## About this task:
Give all of the listing again word for word, with images excluded.

** Recorded data follows **

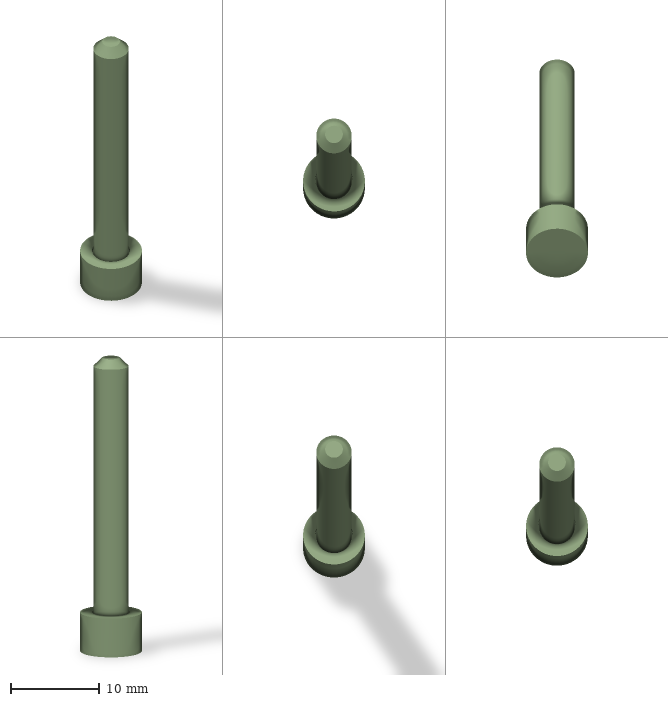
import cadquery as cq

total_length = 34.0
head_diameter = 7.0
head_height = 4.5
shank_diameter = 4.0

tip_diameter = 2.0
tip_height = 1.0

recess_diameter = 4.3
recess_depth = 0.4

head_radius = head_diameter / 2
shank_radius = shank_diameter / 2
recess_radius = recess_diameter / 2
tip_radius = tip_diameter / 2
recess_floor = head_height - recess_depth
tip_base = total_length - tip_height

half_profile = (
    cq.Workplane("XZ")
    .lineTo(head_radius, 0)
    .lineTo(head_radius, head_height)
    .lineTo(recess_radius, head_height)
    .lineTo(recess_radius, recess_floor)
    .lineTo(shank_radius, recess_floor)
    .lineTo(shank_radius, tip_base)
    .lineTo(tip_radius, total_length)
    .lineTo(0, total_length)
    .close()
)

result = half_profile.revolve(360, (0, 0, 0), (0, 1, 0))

** End of Recorded data **

## Answer:
import cadquery as cq

total_length = 34.0
head_diameter = 7.0
head_height = 4.5
shank_diameter = 4.0

tip_diameter = 2.0
tip_height = 1.0

recess_diameter = 4.3
recess_depth = 0.4

head_radius = head_diameter / 2
shank_radius = shank_diameter / 2
recess_radius = recess_diameter / 2
tip_radius = tip_diameter / 2
recess_floor = head_height - recess_depth
tip_base = total_length - tip_height

half_profile = (
    cq.Workplane("XZ")
    .lineTo(head_radius, 0)
    .lineTo(head_radius, head_height)
    .lineTo(recess_radius, head_height)
    .lineTo(recess_radius, recess_floor)
    .lineTo(shank_radius, recess_floor)
    .lineTo(shank_radius, tip_base)
    .lineTo(tip_radius, total_length)
    .lineTo(0, total_length)
    .close()
)

result = half_profile.revolve(360, (0, 0, 0), (0, 1, 0))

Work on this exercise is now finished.